### WHAT YOU NEED TO DO
Scan the entries that follow for the word "page", then report every line in which it appears.
:: TASK MATERIAL
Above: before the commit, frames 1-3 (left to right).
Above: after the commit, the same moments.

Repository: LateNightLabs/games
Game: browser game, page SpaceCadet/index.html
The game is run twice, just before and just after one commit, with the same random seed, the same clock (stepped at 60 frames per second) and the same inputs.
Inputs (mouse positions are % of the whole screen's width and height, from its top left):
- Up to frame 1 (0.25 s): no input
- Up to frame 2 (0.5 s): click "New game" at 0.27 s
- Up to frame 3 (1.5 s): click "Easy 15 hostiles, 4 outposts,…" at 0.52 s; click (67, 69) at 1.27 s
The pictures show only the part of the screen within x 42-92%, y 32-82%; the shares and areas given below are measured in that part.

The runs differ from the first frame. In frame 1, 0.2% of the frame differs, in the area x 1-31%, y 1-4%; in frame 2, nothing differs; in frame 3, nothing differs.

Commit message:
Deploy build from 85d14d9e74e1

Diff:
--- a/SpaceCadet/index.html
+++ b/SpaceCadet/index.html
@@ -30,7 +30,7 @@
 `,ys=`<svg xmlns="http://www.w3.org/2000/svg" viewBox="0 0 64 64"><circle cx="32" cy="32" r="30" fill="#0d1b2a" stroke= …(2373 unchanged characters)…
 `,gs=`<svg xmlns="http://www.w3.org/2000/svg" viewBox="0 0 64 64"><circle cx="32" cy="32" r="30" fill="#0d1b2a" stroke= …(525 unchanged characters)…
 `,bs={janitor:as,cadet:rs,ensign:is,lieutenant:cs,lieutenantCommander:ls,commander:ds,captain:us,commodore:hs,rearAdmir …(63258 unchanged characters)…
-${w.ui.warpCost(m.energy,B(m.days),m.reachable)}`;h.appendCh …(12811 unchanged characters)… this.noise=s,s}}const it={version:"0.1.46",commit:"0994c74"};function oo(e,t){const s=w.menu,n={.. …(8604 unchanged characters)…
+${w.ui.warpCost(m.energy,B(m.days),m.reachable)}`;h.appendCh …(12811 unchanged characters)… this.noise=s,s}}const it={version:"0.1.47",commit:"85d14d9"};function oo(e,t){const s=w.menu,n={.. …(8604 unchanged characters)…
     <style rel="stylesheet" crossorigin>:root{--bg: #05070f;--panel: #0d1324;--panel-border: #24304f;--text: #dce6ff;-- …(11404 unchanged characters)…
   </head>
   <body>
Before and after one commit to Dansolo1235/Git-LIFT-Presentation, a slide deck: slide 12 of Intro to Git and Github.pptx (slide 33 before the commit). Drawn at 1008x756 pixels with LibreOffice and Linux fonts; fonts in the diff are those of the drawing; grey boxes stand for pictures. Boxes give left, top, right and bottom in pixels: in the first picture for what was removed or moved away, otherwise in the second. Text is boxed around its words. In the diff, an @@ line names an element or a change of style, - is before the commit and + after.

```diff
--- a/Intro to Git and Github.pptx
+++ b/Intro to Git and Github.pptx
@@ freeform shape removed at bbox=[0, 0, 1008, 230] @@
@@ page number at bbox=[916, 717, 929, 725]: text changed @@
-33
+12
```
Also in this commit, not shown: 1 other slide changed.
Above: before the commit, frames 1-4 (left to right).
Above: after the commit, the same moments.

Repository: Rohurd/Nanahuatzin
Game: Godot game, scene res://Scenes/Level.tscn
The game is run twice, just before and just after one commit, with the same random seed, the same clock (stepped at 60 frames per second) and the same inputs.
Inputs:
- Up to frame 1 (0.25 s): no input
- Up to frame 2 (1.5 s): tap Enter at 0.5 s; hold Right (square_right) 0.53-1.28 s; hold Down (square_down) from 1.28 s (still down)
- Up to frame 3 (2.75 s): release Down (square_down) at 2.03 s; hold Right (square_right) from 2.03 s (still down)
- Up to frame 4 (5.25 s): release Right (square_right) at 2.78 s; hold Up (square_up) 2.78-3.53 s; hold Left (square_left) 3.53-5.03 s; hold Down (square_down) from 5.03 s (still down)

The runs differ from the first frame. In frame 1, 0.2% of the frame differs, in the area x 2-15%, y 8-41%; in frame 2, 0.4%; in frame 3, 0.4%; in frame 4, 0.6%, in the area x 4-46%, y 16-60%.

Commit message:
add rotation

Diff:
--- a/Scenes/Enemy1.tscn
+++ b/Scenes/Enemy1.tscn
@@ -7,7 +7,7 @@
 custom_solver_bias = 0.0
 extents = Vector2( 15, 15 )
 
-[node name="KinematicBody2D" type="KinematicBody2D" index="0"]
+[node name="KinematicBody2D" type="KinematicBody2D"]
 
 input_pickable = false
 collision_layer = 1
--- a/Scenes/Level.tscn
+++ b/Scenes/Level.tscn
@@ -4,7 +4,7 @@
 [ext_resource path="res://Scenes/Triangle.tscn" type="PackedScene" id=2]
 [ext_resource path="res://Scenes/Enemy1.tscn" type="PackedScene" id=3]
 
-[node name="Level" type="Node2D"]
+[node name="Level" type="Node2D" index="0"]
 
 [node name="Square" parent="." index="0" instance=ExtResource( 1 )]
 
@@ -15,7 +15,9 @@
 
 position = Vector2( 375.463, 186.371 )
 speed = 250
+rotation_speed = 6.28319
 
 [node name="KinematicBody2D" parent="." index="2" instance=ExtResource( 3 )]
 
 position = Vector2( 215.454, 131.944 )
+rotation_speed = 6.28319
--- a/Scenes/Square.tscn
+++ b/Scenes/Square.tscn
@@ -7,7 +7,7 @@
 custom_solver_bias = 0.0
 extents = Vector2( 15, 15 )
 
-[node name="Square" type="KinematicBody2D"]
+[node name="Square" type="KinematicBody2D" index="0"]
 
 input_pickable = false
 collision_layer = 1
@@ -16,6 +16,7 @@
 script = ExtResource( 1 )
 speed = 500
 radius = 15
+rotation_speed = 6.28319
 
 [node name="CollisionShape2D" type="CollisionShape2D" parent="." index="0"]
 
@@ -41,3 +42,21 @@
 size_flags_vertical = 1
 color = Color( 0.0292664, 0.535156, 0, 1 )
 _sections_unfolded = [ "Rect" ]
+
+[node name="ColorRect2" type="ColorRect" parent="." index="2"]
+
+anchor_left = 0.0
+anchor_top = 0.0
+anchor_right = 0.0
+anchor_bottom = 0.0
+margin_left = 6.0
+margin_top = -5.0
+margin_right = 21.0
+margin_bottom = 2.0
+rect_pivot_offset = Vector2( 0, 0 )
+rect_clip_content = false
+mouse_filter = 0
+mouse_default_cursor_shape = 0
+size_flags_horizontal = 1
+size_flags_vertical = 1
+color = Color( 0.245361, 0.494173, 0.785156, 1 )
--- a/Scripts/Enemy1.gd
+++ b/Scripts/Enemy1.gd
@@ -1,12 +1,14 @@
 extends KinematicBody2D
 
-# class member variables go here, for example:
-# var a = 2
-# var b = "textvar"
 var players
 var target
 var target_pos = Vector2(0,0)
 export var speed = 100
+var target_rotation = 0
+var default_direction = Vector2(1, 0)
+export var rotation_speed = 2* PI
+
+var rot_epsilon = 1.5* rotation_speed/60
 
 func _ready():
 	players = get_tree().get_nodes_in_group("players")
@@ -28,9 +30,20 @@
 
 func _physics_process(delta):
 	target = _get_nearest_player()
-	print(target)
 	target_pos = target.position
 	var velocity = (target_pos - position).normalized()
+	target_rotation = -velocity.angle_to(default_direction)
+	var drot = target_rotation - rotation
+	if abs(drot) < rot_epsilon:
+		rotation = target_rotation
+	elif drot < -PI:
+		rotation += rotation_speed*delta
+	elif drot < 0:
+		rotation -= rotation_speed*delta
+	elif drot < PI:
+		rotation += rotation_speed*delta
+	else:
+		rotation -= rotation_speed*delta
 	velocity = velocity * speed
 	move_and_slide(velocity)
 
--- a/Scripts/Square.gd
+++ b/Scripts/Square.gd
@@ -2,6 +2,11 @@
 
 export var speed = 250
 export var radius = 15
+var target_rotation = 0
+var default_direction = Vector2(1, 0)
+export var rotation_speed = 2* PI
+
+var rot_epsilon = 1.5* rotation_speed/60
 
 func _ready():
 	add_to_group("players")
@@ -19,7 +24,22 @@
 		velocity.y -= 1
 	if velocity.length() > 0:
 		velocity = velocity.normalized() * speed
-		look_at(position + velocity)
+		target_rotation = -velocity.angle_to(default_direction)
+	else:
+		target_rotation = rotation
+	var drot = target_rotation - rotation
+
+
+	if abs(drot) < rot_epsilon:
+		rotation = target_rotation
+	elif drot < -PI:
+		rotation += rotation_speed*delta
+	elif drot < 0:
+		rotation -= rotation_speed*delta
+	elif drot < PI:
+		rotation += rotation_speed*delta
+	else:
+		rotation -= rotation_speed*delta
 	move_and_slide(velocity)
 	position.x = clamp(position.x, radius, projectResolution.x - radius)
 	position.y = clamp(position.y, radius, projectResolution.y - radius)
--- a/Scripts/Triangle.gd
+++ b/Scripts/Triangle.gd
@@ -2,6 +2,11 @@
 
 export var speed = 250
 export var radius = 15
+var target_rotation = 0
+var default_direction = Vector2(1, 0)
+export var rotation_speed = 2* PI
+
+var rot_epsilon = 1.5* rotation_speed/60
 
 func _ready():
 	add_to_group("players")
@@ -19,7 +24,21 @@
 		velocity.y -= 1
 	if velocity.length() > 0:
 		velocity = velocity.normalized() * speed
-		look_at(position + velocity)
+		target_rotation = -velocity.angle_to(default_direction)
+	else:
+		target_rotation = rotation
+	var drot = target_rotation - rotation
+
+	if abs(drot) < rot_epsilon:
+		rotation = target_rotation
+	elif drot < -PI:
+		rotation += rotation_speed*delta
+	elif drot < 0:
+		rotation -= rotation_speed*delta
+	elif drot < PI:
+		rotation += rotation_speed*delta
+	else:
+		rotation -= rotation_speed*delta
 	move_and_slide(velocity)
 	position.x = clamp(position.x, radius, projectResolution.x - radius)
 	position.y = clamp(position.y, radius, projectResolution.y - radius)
::::
### RESPONSE AREA
Game: browser game, page SpaceCadet/index.html
@@ page number at bbox=[916, 717, 929, 725]: text changed @@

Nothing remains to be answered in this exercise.